García-Gómez Juan M, Vidal César, Martí-Bonmatí Luis, Galant Joaquín, Sans Nicolas, Robles Montserrat, Casacuberta Francisco
BET, Informática Médica, Universidad Politécnica de Valencia, Spain.
MAGMA. 2004 Mar;16(4):194-201. doi: 10.1007/s10334-003-0023-7. Epub 2004 Mar 1.
This article presents a pattern-recognition approach to the soft tissue tumors (STT) benign/malignant character diagnosis using magnetic resonance (MR) imaging applied to a large multicenter database.
To develop and test an automatic classifier of STT into benign or malignant by using classical MR imaging findings and epidemiological information.

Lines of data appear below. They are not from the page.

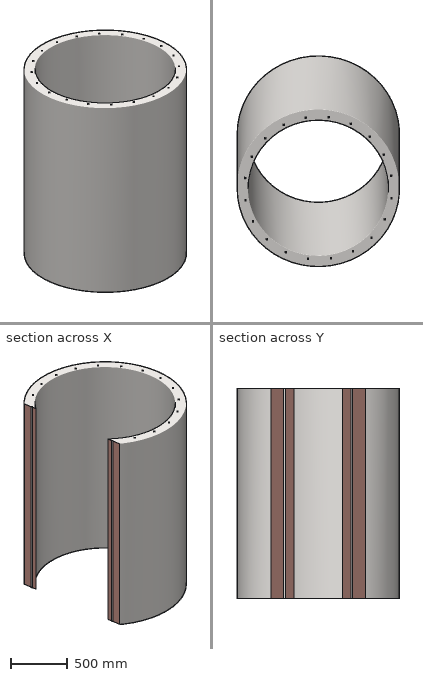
import cadquery as cq

height = 1875.0
outer_diameter = 1450.0
inner_diameter = 1250.0
edge_radius = 2.0

hole_count = 20
hole_diameter = 12.0
hole_circle_diameter = 1318.0
first_hole_angle = 360 / hole_count / 2


def make_tube():
    tube = cq.Workplane("XY").circle(outer_diameter / 2).circle(inner_diameter / 2).extrude(height)
    return tube.faces("<Z or >Z").edges().fillet(edge_radius)


def make_hole_cutters():
    return (
        cq.Workplane("XY")
        .polarArray(hole_circle_diameter / 2, first_hole_angle, 360, hole_count)
        .circle(hole_diameter / 2)
        .extrude(height)
    )


result = make_tube().cut(make_hole_cutters())
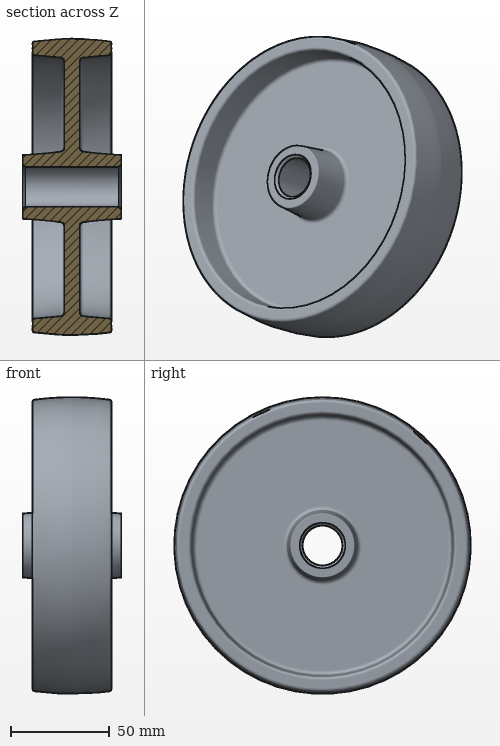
import cadquery as cq
import math

HUB_LENGTH = 50.0
RIM_WIDTH = 40.0
WEB_THICKNESS = 8.0

TREAD_RADIUS = 75.0
CROWN_RADIUS = 140.0
RIM_MOUTH_RADIUS = 66.6
HUB_END_RADIUS = 16.2
BORE_RADIUS = 10.0
DRAFT_ANGLE = 5.0

TREAD_FILLET = 1.5
MOUTH_FILLET = 1.5
ROOT_FILLET = 2.0
HUB_END_FILLET = 0.4
BORE_CHAMFER = 1.5

half_hub = HUB_LENGTH / 2
half_rim = RIM_WIDTH / 2
half_web = WEB_THICKNESS / 2
draft_slope = math.tan(math.radians(DRAFT_ANGLE))

hub_root_radius = HUB_END_RADIUS + (half_hub - half_web) * draft_slope
rim_root_radius = RIM_MOUTH_RADIUS - (half_rim - half_web) * draft_slope
crown_center = TREAD_RADIUS - CROWN_RADIUS
tread_edge_radius = crown_center + math.sqrt(CROWN_RADIUS**2 - half_rim**2)


def wheel_blank():
    """Revolve the half section; X runs along the axle and Z is the radius."""
    return (
        cq.Workplane("XZ")
        .moveTo(-half_hub, BORE_RADIUS)
        .lineTo(-half_hub, HUB_END_RADIUS)
        .lineTo(-half_web, hub_root_radius)
        .lineTo(-half_web, rim_root_radius)
        .lineTo(-half_rim, RIM_MOUTH_RADIUS)
        .lineTo(-half_rim, tread_edge_radius)
        .radiusArc((0, TREAD_RADIUS), CROWN_RADIUS)
        .radiusArc((half_rim, tread_edge_radius), CROWN_RADIUS)
        .lineTo(half_rim, RIM_MOUTH_RADIUS)
        .lineTo(half_web, rim_root_radius)
        .lineTo(half_web, hub_root_radius)
        .lineTo(half_hub, HUB_END_RADIUS)
        .lineTo(half_hub, BORE_RADIUS)
        .close()
        .revolve(360, (0, 0, 0), (1, 0, 0))
    )


def circular_edges(body, axial_distance, radius):
    """Select the matching pair of circles at plus and minus the given distance along X."""
    tolerance = 0.01

    def matches(edge):
        if edge.geomType() != "CIRCLE":
            return False
        on_plane = abs(abs(edge.arcCenter().x) - axial_distance) < tolerance
        return on_plane and abs(edge.radius() - radius) < tolerance

    return body.edges().filter(matches)


def round_edges(body):
    """Round the circular edges of the rim, the web roots and the hub ends."""
    rounded_circles = [
        (half_rim, tread_edge_radius, TREAD_FILLET),
        (half_rim, RIM_MOUTH_RADIUS, MOUTH_FILLET),
        (half_web, rim_root_radius, ROOT_FILLET),
        (half_web, hub_root_radius, ROOT_FILLET),
        (half_hub, HUB_END_RADIUS, HUB_END_FILLET),
    ]
    for axial_distance, radius, fillet_radius in rounded_circles:
        body = circular_edges(body, axial_distance, radius).fillet(fillet_radius)
    return body


def chamfer_bore(body):
    """Chamfer both mouths of the bore."""
    return circular_edges(body, half_hub, BORE_RADIUS).chamfer(BORE_CHAMFER)


result = chamfer_bore(round_edges(wheel_blank()))

A database of 430 patients (62% benign and 38% malignant) from several European multicenter registers. There were 61 different histologies (36 with benign and 25 with malignant nature). Three pattern-recognition methods (artificial neural networks, support vector machine, k-nearest neighbor) were applied to learn the discrimination between benignity and malignancy based on a defined MR imaging findings protocol. After the systems had learned by using training samples (with 302 cases), the clinical decision support system was tested in the diagnosis of 128 new STT cases.
An 88-92% efficacy was obtained in a not-viewed set of tumors using the pattern-recognition techniques. The best results were obtained with a back-propagation artificial neural network.
Benign vs. malignant STT discrimination is accurate by using pattern-recognition methods based on classical MR image findings. This objective tool will assist radiologists in STT grading.
本文介绍了一种模式识别方法,用于利用磁共振(MR)成像对软组织肿瘤(STT)的良恶性特征进行诊断,并将其应用于一个大型多中心数据库。
通过使用经典的MR成像结果和流行病学信息,开发并测试一种将STT自动分类为良性或恶性的分类器。
来自几个欧洲多中心登记处的430例患者的数据库(62%为良性,38%为恶性)。有61种不同的组织学类型(36种为良性,25种为恶性)。应用三种模式识别方法(人工神经网络、支持向量机、k近邻),根据定义的MR成像结果协议来学习区分良性和恶性。在系统使用训练样本(302例)进行学习后,对128例新的STT病例进行临床决策支持系统诊断测试。
使用模式识别技术在一组未观察的肿瘤中获得了88%-92%的准确率。反向传播人工神经网络取得了最佳结果。
通过基于经典MR图像结果的模式识别方法,良性与恶性STT的区分是准确的。这种客观工具将有助于放射科医生对STT进行分级。